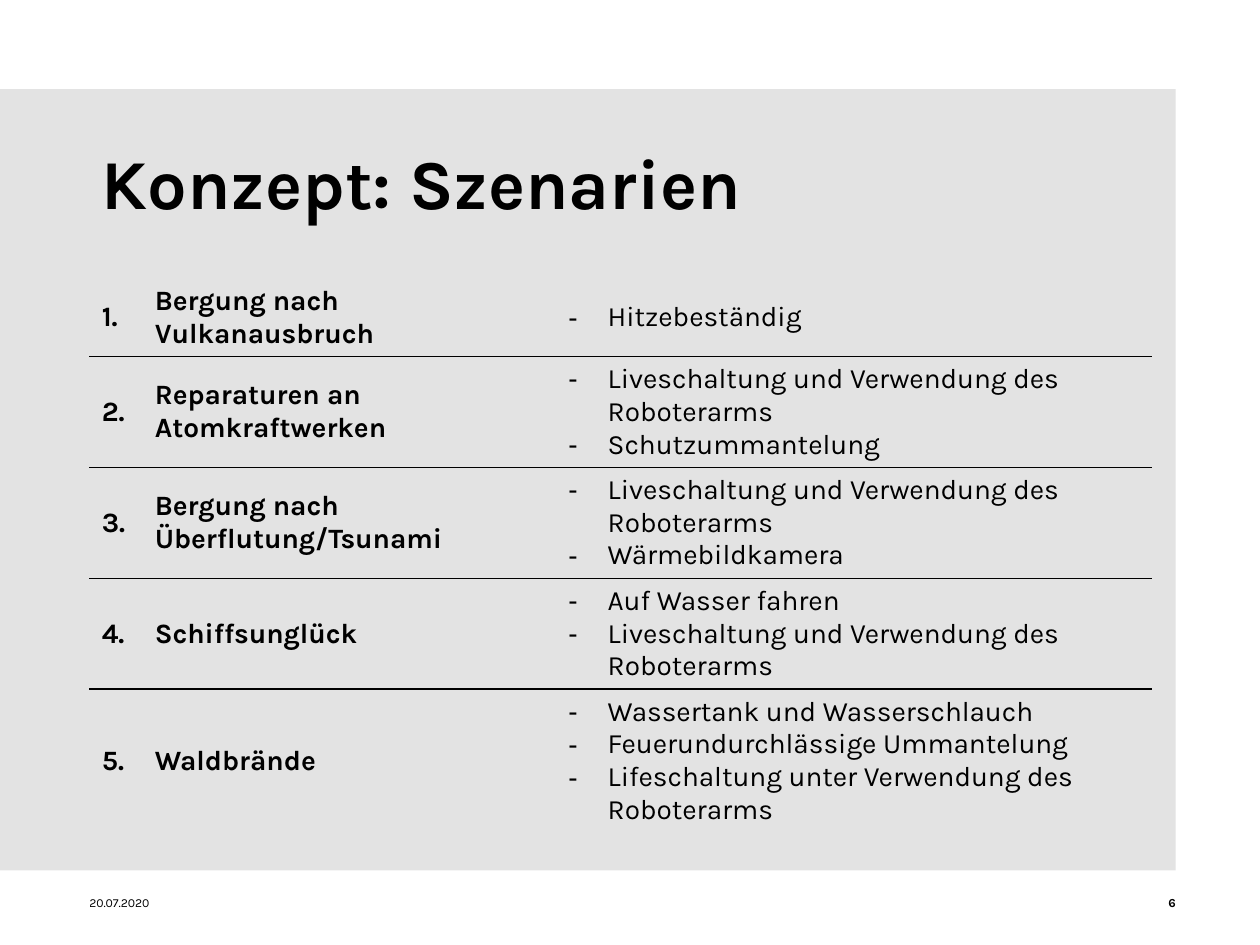
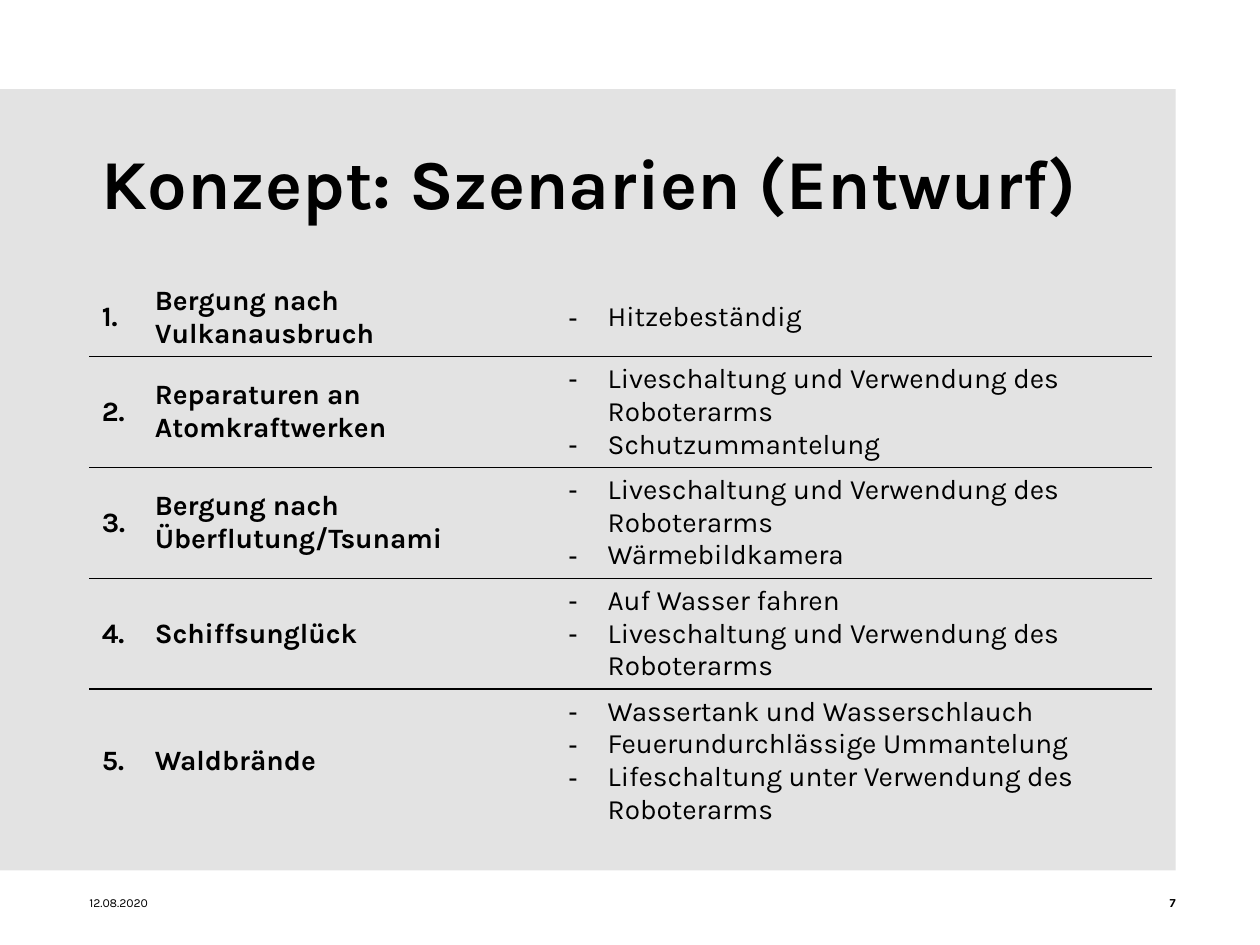
Before and after one commit to Domenic0312/AngewandteElektrotechnik, a slide deck: slide 7 of Präsentation/Präsentation_Rescue_Robot_Gruppe_3.pptx (slide 6 before the commit). Drawn at 1260x945 pixels with LibreOffice and Linux fonts; fonts in the diff are those of the drawing; background and template pictures are left out. Boxes give left, top, right and bottom in pixels: in the first picture for what was removed or moved away, otherwise in the second. Text is boxed around its words. In the diff, an @@ line names an element or a change of style, - is before the commit and + after.

```diff
--- a/Präsentation/Präsentation_Rescue_Robot_Gruppe_3.pptx
+++ b/Präsentation/Präsentation_Rescue_Robot_Gruppe_3.pptx
@@ title at bbox=[102, 156, 1077, 225]: text changed @@
-Konzept: Szenarien
+Konzept: Szenarien (Entwurf)
@@ text at bbox=[89, 899, 148, 907]: text changed @@
-20.07.2020
+12.08.2020
@@ page number at bbox=[1170, 899, 1176, 907]: text changed @@
-6
+7
```
Also in this commit, not shown: 10 other slides changed, 4 slides added.

Task goal -
Set the listing down again exactly, skipping each picture.

Result of this task -
Before and after one commit to Domenic0312/AngewandteElektrotechnik, a slide deck: slide 7 of Präsentation/Präsentation_Rescue_Robot_Gruppe_3.pptx (slide 6 before the commit). Drawn at 1260x945 pixels with LibreOffice and Linux fonts; fonts in the diff are those of the drawing; background and template pictures are left out. Boxes give left, top, right and bottom in pixels: in the first picture for what was removed or moved away, otherwise in the second. Text is boxed around its words. In the diff, an @@ line names an element or a change of style, - is before the commit and + after.

```diff
--- a/Präsentation/Präsentation_Rescue_Robot_Gruppe_3.pptx
+++ b/Präsentation/Präsentation_Rescue_Robot_Gruppe_3.pptx
@@ title at bbox=[102, 156, 1077, 225]: text changed @@
-Konzept: Szenarien
+Konzept: Szenarien (Entwurf)
@@ text at bbox=[89, 899, 148, 907]: text changed @@
-20.07.2020
+12.08.2020
@@ page number at bbox=[1170, 899, 1176, 907]: text changed @@
-6
+7
```
Also in this commit, not shown: 10 other slides changed, 4 slides added.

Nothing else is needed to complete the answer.